The Bund fully expected a National Socialist victory in Europe and saw a chance to copy that anticipated triumph on U.S. shores. To bring that goal closer, the GAB demanded full obedience from members and urged the United States to remain neutral in any dispute involving Germany and the Allied powers. Despite their foreign roots, Bund enthusiasts portrayed themselves as the truest and purest Americans, defending the country against such perils as Communism, miscegenation, and jazz. The movement reached a rowdy climax at Madison Square Garden in February 1939, when Kuhn spoke to an amped-up crowd of twenty thousand. To shouts of “Sieg Heil,” he gleefully mocked President Frank D. “Rosenfeld” and his “Jew Deal.”

The GAB encountered stout opposition from mainstream German-American organizations, trade unions, Jewish activists, and at least a few gangsters. “The stage was decorated with a swastika and a picture of Adolf Hitler,” recalled notorious mob boss Meyer Lansky of one Fascist rally. “The speakers started ranting. There were only fifteen of us, but we went into action. We threw some of them out the windows. Most of the Nazis panicked and ran out. We chased them and beat them up. We wanted to show them that Jews would not always sit back and accept insults.” Given the connection with the underworld, it seems appropriate that the career of Fritz Kuhn ended not in an act of violence but—as with Al Capone—in a prison sentence for tax evasion and, in Kuhn’s case, an added conviction for embezzling GAB money to support a mistress.

In hindsight, it is tempting to dismiss every Fascist of this era as a thoroughly bad guy or a lunatic, but that is too easy, and by inducing complacency, also dangerous. Fascism is not an exception to humanity, but part of it. Even people who enlisted in such movements out of ambition, greed, or hatred likely either were unaware of, or denied to themselves, their true motives.

Oral histories from the period testify to the hope and excitement that Fascism generated. Men and women who had despaired of political change suddenly felt in touch with the answers they had been seeking. Eagerly they traveled long distances to attend Fascist rallies, where they discovered kindred souls keen to restore greatness to the nation, traditional values to the community, and optimism about the future. Here, in this crusade, they heard explanations that made sense to them about the powerful currents that were at work in the world. Here were the chances they had sought to participate in youth groups, athletic organizations, charity drives, and job-training activities. Here were the connections they needed to start a new business or take out a loan. Many families that had stopped after bearing two children, thinking that number all they could afford, now found the confidence to bear four or five or six.
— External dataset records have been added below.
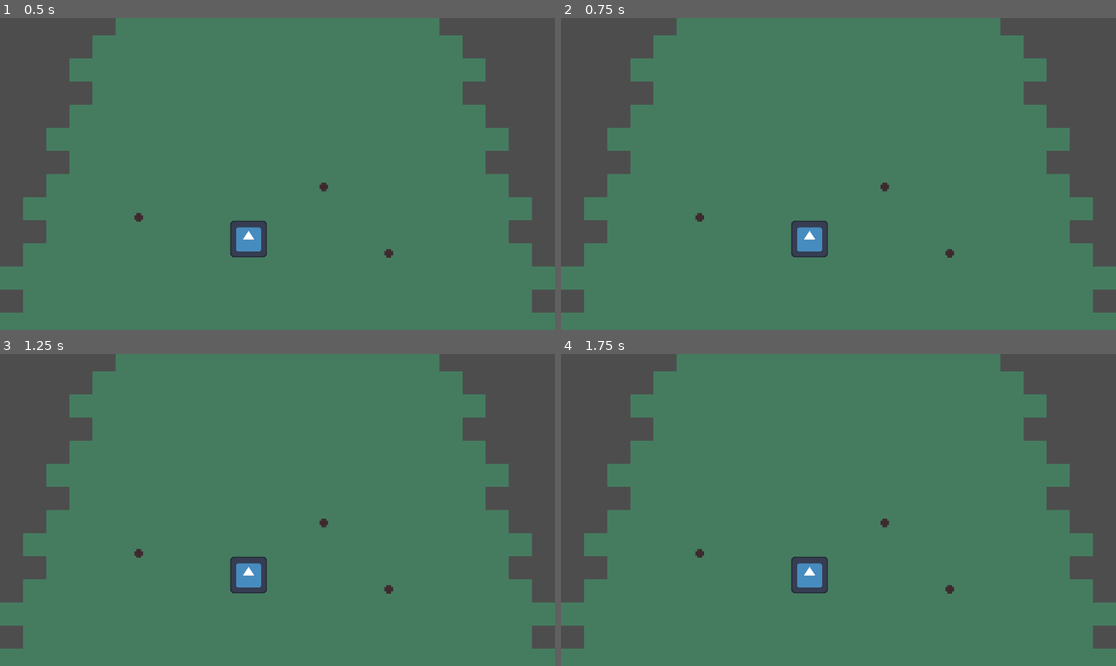
Above: before the commit, frames 1-4 (two rows, left to right).
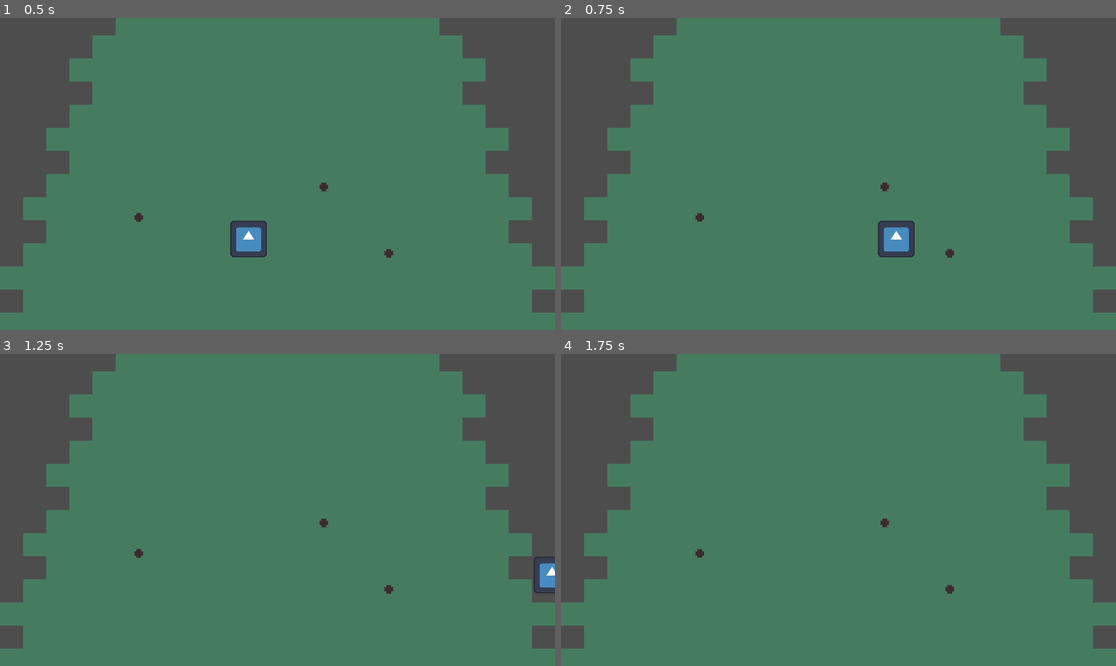
Above: after the commit, the same moments.

Repository: Gnome-Motel/JameGam2024
Game: Godot game, scene res://Scenes/main.tscn
Same seed, same stepped clock (60 frames per second), same inputs: the game is played once before the commit and once after it. The engine's default icon, where the game draws it, is replaced by a stand-in: a white triangle on a blue panel in a dark square.
Inputs:
- Up to frame 1 (0.5 s): no input
- Up to frame 2 (0.75 s): tap Enter (ui_accept) at 0.5 s; hold Right (ui_right) from 0.53 s (still down)
- Up to frame 3 (1.25 s): keep holding Right (ui_right); tap Enter (ui_accept) at 0.77 s
- Up to frame 4 (1.75 s): keep holding Right (ui_right); tap Enter (ui_accept) at 1.52 s

Frame 1 is identical in both runs. In frame 2, 1.6% of the frame differs, in the area x 41-64%, y 65-77%; in frame 3, 1.0%; in frame 4, 0.8%.

Commit message:
modified peg

Diff:
--- a/Scenes/Peg.tscn
+++ b/Scenes/Peg.tscn
@@ -1,11 +1,13 @@
-[gd_scene load_steps=3 format=3 uid="uid://cve5amftquiod"]
+[gd_scene load_steps=4 format=3 uid="uid://cve5amftquiod"]
 
-[ext_resource type="Texture2D" uid="uid://bc08rxxgw88h2" path="res://Assets/Tree and peg.png" id="1_n6a4n"]
+[ext_resource type="Texture2D" uid="uid://b0h65453t1dvv" path="res://Assets/Tree and peg.png" id="1_n6a4n"]
+[ext_resource type="Script" path="res://Scripts/peg.gd" id="1_wht7o"]
 
 [sub_resource type="CircleShape2D" id="CircleShape2D_7kslu"]
 
 [node name="Peg" type="StaticBody2D"]
 scale = Vector2(1.5, 1.5)
+collision_layer = 4
 
 [node name="Sprite2D" type="Sprite2D" parent="."]
 scale = Vector2(1.052, 1)
@@ -15,3 +17,15 @@
 
 [node name="CollisionShape2D" type="CollisionShape2D" parent="."]
 shape = SubResource("CircleShape2D_7kslu")
+
+[node name="PinJoint2D" type="PinJoint2D" parent="."]
+
+[node name="Area2D" type="Area2D" parent="."]
+collision_layer = 2
+script = ExtResource("1_wht7o")
+
+[node name="CollisionShape2D2" type="CollisionShape2D" parent="Area2D"]
+shape = SubResource("CircleShape2D_7kslu")
+
+[connection signal="body_entered" from="Area2D" to="Area2D" method="_on_body_entered"]
+[connection signal="body_exited" from="Area2D" to="Area2D" method="_on_body_exited"]
--- a/Scenes/Temp_Player.tscn
+++ b/Scenes/Temp_Player.tscn
@@ -1,5 +1,6 @@
-[gd_scene load_steps=3 format=3 uid="uid://hxb4b32ufe2u"]
+[gd_scene load_steps=4 format=3 uid="uid://hxb4b32ufe2u"]
 
+[ext_resource type="Script" path="res://Scripts/character_body_2d.gd" id="1_8hwav"]
 [ext_resource type="Texture2D" uid="uid://60ve8nkgip4g" path="res://icon.svg" id="2_pqxp4"]
 
 [sub_resource type="RectangleShape2D" id="RectangleShape2D_hfpf6"]
@@ -8,6 +9,9 @@
 [node name="Node2D" type="CharacterBody2D"]
 visibility_layer = 2
 scale = Vector2(0.1, 0.1)
+collision_layer = 3
+collision_mask = 2
+script = ExtResource("1_8hwav")
 
 [node name="Sprite2D" type="Sprite2D" parent="."]
 scale = Vector2(2, 2)
--- /dev/null
+++ b/Scenes/player.tscn
@@ -0,0 +1,3 @@
+[gd_scene format=3 uid="uid://5p8pqksxatwv"]
+
+[node name="Player" type="Node2D"]
--- a/Scenes/player_object.tscn
+++ b/Scenes/player_object.tscn
@@ -1,8 +1,8 @@
 [gd_scene load_steps=5 format=3 uid="uid://b8njd1q80v1xo"]
 
-[ext_resource type="Script" path="res://Scenes/player_movement.gd" id="1_ixo0q"]
-[ext_resource type="Texture2D" uid="uid://bymv0woe5sikf" path="res://Assets/player_sprite.tres" id="2_jaa66"]
-[ext_resource type="Texture2D" uid="uid://c8u7ggxt8mkrr" path="res://Assets/cane.tres" id="3_g0mnd"]
+[ext_resource type="Script" path="res://Scripts/player_movement.gd" id="1_ixo0q"]
+[ext_resource type="Texture2D" path="res://Assets/player_sprite.tres" id="2_jaa66"]
+[ext_resource type="Texture2D" path="res://Assets/cane.tres" id="3_g0mnd"]
 
 [sub_resource type="CircleShape2D" id="CircleShape2D_sg3gy"]
 
--- /dev/null
+++ b/Scripts/peg.gd
@@ -0,0 +1,13 @@
+extends Area2D
+
+@export var nearby = false
+
+
+
+func _on_body_entered(body):
+	nearby = true
+
+
+
+func _on_body_exited(body):
+	nearby = false
--- a/project.godot
+++ b/project.godot
@@ -12,14 +12,14 @@
 
 config/name="Jame Gam 2024"
 run/main_scene="res://Scenes/main.tscn"
-config/features=PackedStringArray("4.2", "Forward Plus")
+config/features=PackedStringArray("4.3", "Forward Plus")
 config/icon="res://icon.svg"
 
 [input]
 
 left={
 "deadzone": 0.5,
-"events": [Object(InputEventKey,"resource_local_to_scene":fa …(174 unchanged characters)… ode":4194319,"key_label":0,"unicode":0,"echo":false,"script":null)
+"events": [Object(InputEventKey,"resource_local_to_scene":fa …(174 unchanged characters)… ode":4194319,"key_label":0,"unicode":0,"location":0,"echo":false,"script":null)
 ]
 }
 right={
Binary file added: Assets/Tree and peg.png
Not shown, added: Assets/Tree and peg.png.import
Not shown: 1 places in Scenes/main.tscn that only renumber resources
Not shown: 1 places in Scenes/testing.tscn that only renumber resources
Renamed: Scenes/player_movement.gd -> Scripts/player_movement.gd

In the congenial company of fellow Fascists, they could share an identity that seemed right to them and engage in a cause that each could serve with gladness and singleness of heart. These were prizes, they believed, worth marching for and even giving up democratic freedoms for—provided their leaders could do as promised and make their fantasies real.
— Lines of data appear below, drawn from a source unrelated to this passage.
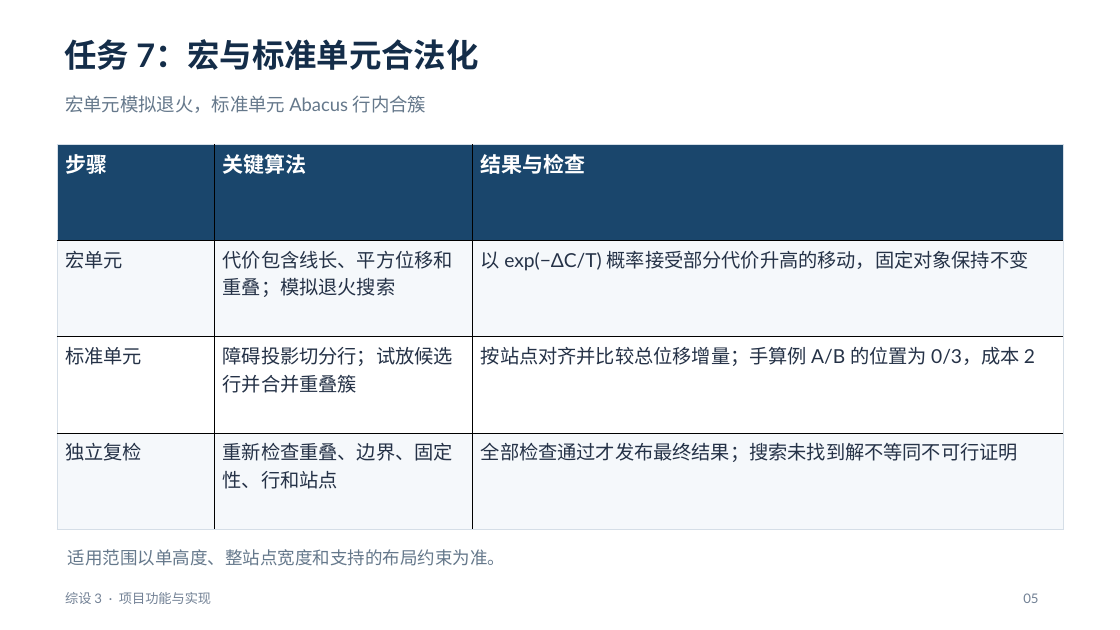
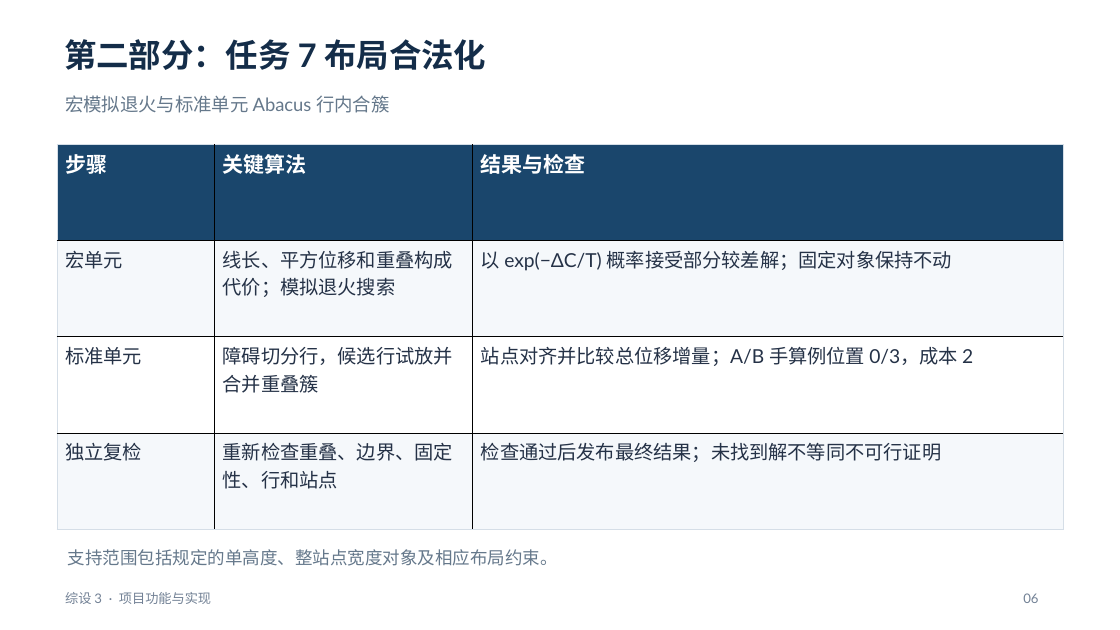
Before and after one commit to kamisato-funeki/ZS-3, a slide deck: slide 6 of docs/综设3-任务5至7汇报.pptx (slide 5 before the commit). Drawn at 1120x630 pixels with LibreOffice and Linux fonts; fonts in the diff are those of the drawing. Boxes give left, top, right and bottom in pixels: in the first picture for what was removed or moved away, otherwise in the second. Text is boxed around its words. In the diff, an @@ line names an element or a change of style, - is before the commit and + after.

```diff
--- a/docs/综设3-任务5至7汇报.pptx
+++ b/docs/综设3-任务5至7汇报.pptx
@@ text at <box>64,39,487,70</box>: text changed @@
-任务 7：宏与标准单元合法化
+第二部分：任务 7 布局合法化
@@ text at <box>65,95,389,113</box>: text changed @@
-宏单元模拟退火，标准单元 Abacus 行内合簇
+宏模拟退火与标准单元 Abacus 行内合簇
@@ table at <box>57,145,1064,529</box> @@
-row 2, column 2: 代价包含线长、平方位移和重叠；模拟退火搜索
+row 2, column 2: 线长、平方位移和重叠构成代价；模拟退火搜索
-row 2, column 3: 以 exp(−ΔC/T) 概率接受部分代价升高的移动，固定对象保持不变
+row 2, column 3: 以 exp(−ΔC/T) 概率接受部分较差解；固定对象保持不动
-row 3, column 2: 障碍投影切分行；试放候选行并合并重叠簇
+row 3, column 2: 障碍切分行，候选行试放并合并重叠簇
-row 3, column 3: 按站点对齐并比较总位移增量；手算例 A/B 的位置为 0/3，成本 2
+row 3, column 3: 站点对齐并比较总位移增量；A/B 手算例位置 0/3，成本 2
-row 4, column 3: 全部检查通过才发布最终结果；搜索未找到解不等同不可行证明
+row 4, column 3: 检查通过后发布最终结果；未找到解不等同不可行证明
@@ text at <box>68,549,558,566</box>: text changed @@
-适用范围以单高度、整站点宽度和支持的布局约束为准。
+支持范围包括规定的单高度、整站点宽度对象及相应布局约束。
@@ text at <box>1023,593,1038,603</box>: text changed @@
-05
+06
```
Also in this commit, not shown: 5 other slides changed, 3 slides added.

For a long while, it appeared that those leaders could do exactly what they pledged. Throughout the 1920s, Mussolini had the look of a winner, and so, after 1933, did Hitler. They—more than any other European statesmen—were trusted to deliver where conventional politicians fell short. They were the trailblazers, the visionaries firmly in touch with the disturbing yet exhilarating zeitgeist, the spirit of the time.

In Cabaret, there is an electrifying moment at a beer garden when a young Nazi rises to his feet and, joined by most but not all of those present, belts out an anthem of promise and horror:

The branch of the linden is leafy and green,

The Rhine gives its gold to the sea.

But soon, says a whisper: “Arise, arise,

Tomorrow belongs to me.”

Oh Fatherland, Fatherland, show us the sign

Your children have waited to see.

The morning will come when the world is mine.

Tomorrow belongs to me.

Tomorrow belongs to me.

Fascism caught on because many people in Europe and elsewhere saw it as a mighty wave that was transforming history, that was owned by them alone, and that couldn’t be stopped.